A shot of good news, By: David Teel

January 7, 2007

 

Good luck unearthing good news about steroids in sports. During 2006, the specter of performance-enhancing drugs shadowed football's premier pass rusher, baseball's aspiring home-run king, the Tour de France winner and the Olympic 100-meter champion.

And those were just the headliners. Even women's professional golf unveiled plans to begin drug testing.

But with college football set to stage its national-title game Monday, the NCAA's most recent test results are encouraging. During the 2004-05 academic year, the association's drug screens of athletes, purposely weighted toward football players, produced the lowest rate of steroid positives since the NCAA began random testing in 1996.

Officials at Virginia and Virginia Tech, the state's marquee sports programs, said none of their athletes has failed a steroid test administered by the school or NCAA.

"I would say 15 years ago, 10 years ago, I was probably more suspicious (of steroid use) than I am right now," said Ethan Saliba, the
University of Virginia's head trainer. "It seems to be a very consistent development."

Still, athletes continue to evolve. Bigger, faster, stronger.

Today's tackles run like yesterday's linebackers. A strongman today is a weakling tomorrow.

Are fewer college athletes risking their health and breaking the law in quests for success, celebrity and wealth? Are they simply benefiting from advanced nutrition and training techniques?

Or, is testing too lax? And are more athletes avoiding detection with masking agents or growth hormones - for which there is no reliable test?

"I think we'd be very naïve to say that's not happening," said Mike Goforth, Virginia Tech's director of athletic training. "I don't know that college athletes have the money ($100 daily or more) to obtain ... growth hormones. I'm not as up on that as I should be. ... That's something I need to do and be more diligent about, because if it's not here now, it's coming."

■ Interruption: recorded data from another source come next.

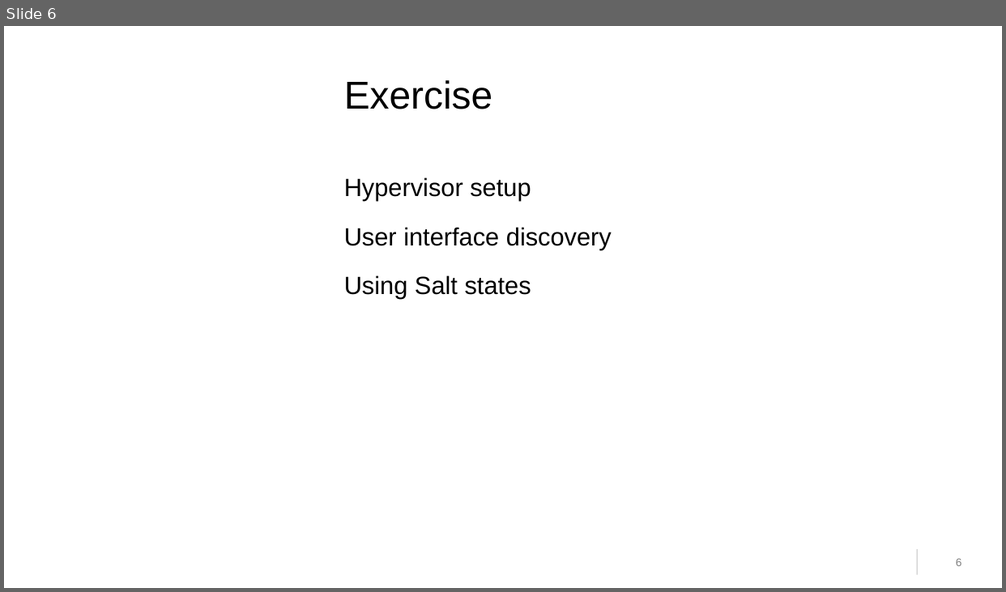
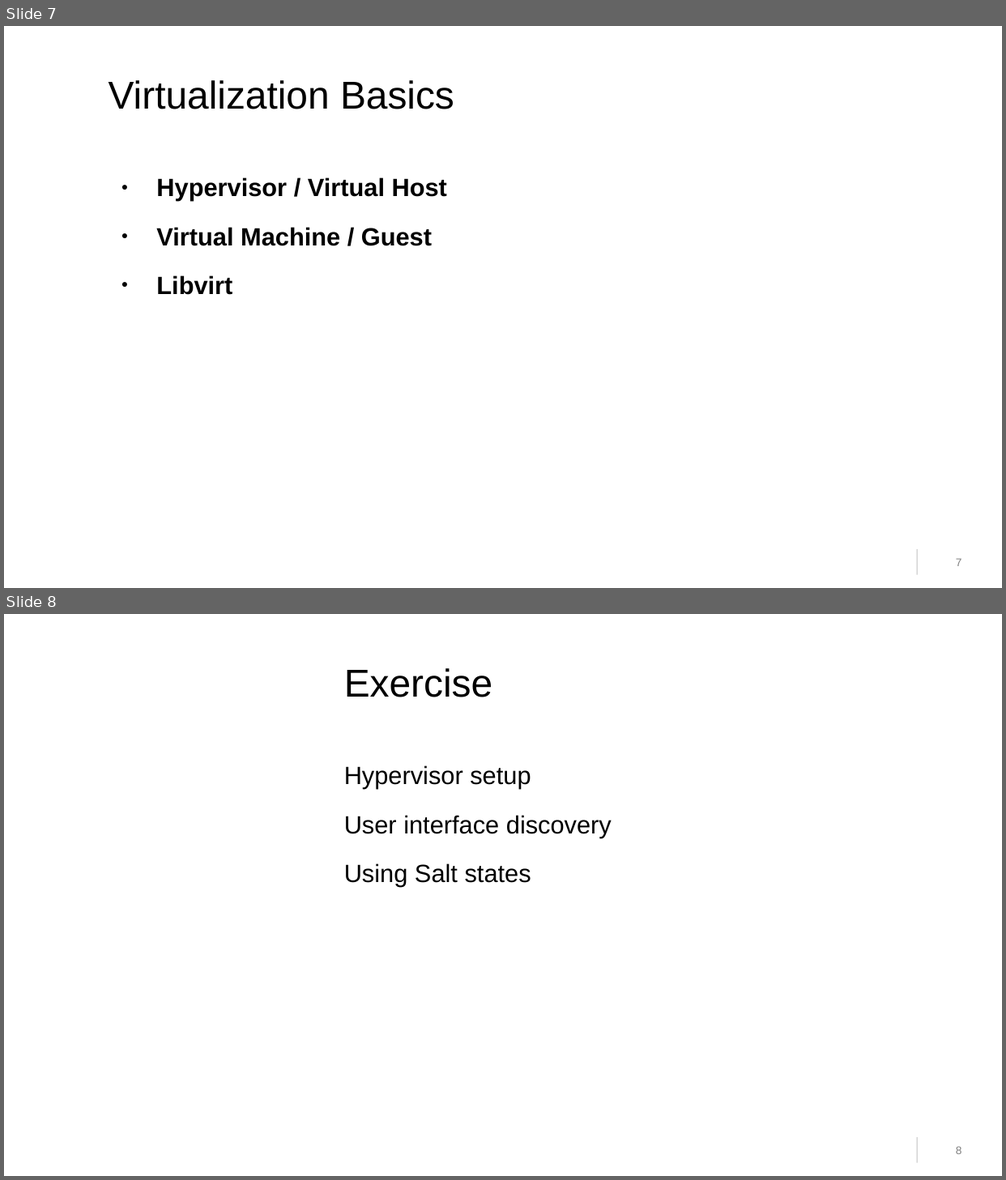
Before and after one commit to cbosdo/sumaform, a slide deck: lab/pdf/slides.odp. Shown one above the other, each under a label of ours: slide 6 before the commit, slides 7 and 8 after it. The pictures are 1006x592 and 1006x1180 pixels, drawn with LibreOffice and Linux fonts; fonts in the diff are those of the drawing; background and template pictures are left out. Boxes give left, top, right and bottom in pixels: in the first picture for what was removed or moved away, otherwise in the second. Text is boxed around its words. In the diff, an @@ line names an element or a change of style, - is before the commit and + after.

```diff
--- a/lab/pdf/slides.odp
+++ b/lab/pdf/slides.odp
@@ slide 7 added at [4,26,1002,588], background #FFFFFF; not listed: 2 template elements that a slide beside it also shows @@
@@ title added at [108,80,454,109], 28 pt, text #000000 @@
+Virtualization Basics
@@ text added at [156,177,447,295], 18 pt, text #000000, bold @@
+● Hypervisor / Virtual Host
+● Virtual Machine / Guest
+● Libvirt
@@ what was slide 6 is now slide 8 @@
@@ page number at [956,1146,962,1154]: text changed @@
-6
+8
```
Also in this commit, not shown: 8 slides changed, 1 slide removed.

Indeed, athletes have abused performance-enhancing drugs for decades, and no matter how sophisticated the tests or dire the warnings, many refuse to desist. Consider the 2006 climate:

In July a doctor was sentenced to one year in prison for distributing human growth hormone and steroids to Carolina Panthers players during their 2004 Super Bowl season;
San Diego linebacker Shawne Merriman, the NFL's sack leader, was among a few pro football players to miss games this season because of a positive steroid test.

Also: Barry Bonds, No. 2 on baseball's career home-run list, remained the focus of the sport's far-ranging steroid scandal; Justin Gatlin, the reigning Olympic gold medalist at 100 meters, and Tour de France champion Floyd Landis tested positive for elevated levels of testosterone, merely the latest in their sports to be implicated.

Even as fewer college athletes were accused, the issue stained one of the NCAA's marquee institutions.

The
Naval Academy revealed in November that two of its football players served steroid suspensions during the 2005 season.

Virginia and Virginia Tech randomly screen every athlete only for recreational drugs such as marijuana and cocaine throughout the year.

Citing expenses - adding a steroid element increases a test's approximate cost from $30 to $160 - the schools test for performance-enhancing drugs solely on suspicion.

Virginia Tech has ordered two steroid screens during the last five years, according to Goforth.
Virginia shreds such records and cannot determine how many steroid tests it has mandated, Saliba said.

"If we start seeing a transformation, metamorphosis, whatever you want to call it, where all of a sudden somebody's athleticism starts to show this rather phenomenal change, then we test," Saliba added. "I just have to have good confidence that we're still staying up with the folks who want to push the envelope."

Conversely, all NCAA screens include steroids. Contracting with the
National Center for Drug Free Sport, the association tests Division I and II athletes year-round and in 2004-05 collected more than 10,000 urine samples.

 

The breakdown for each school: eight athletes from one randomly selected team and, if applicable, 18 football players.

The NCAA also tests randomly at championship events in Divisions, I, II and III. That program included more than 1,500 athletes in 2004-05.

Year-round testing is for steroids, diuretics and the stimulant ephedrine only. Screens conducted at championship events check for steroids and street drugs.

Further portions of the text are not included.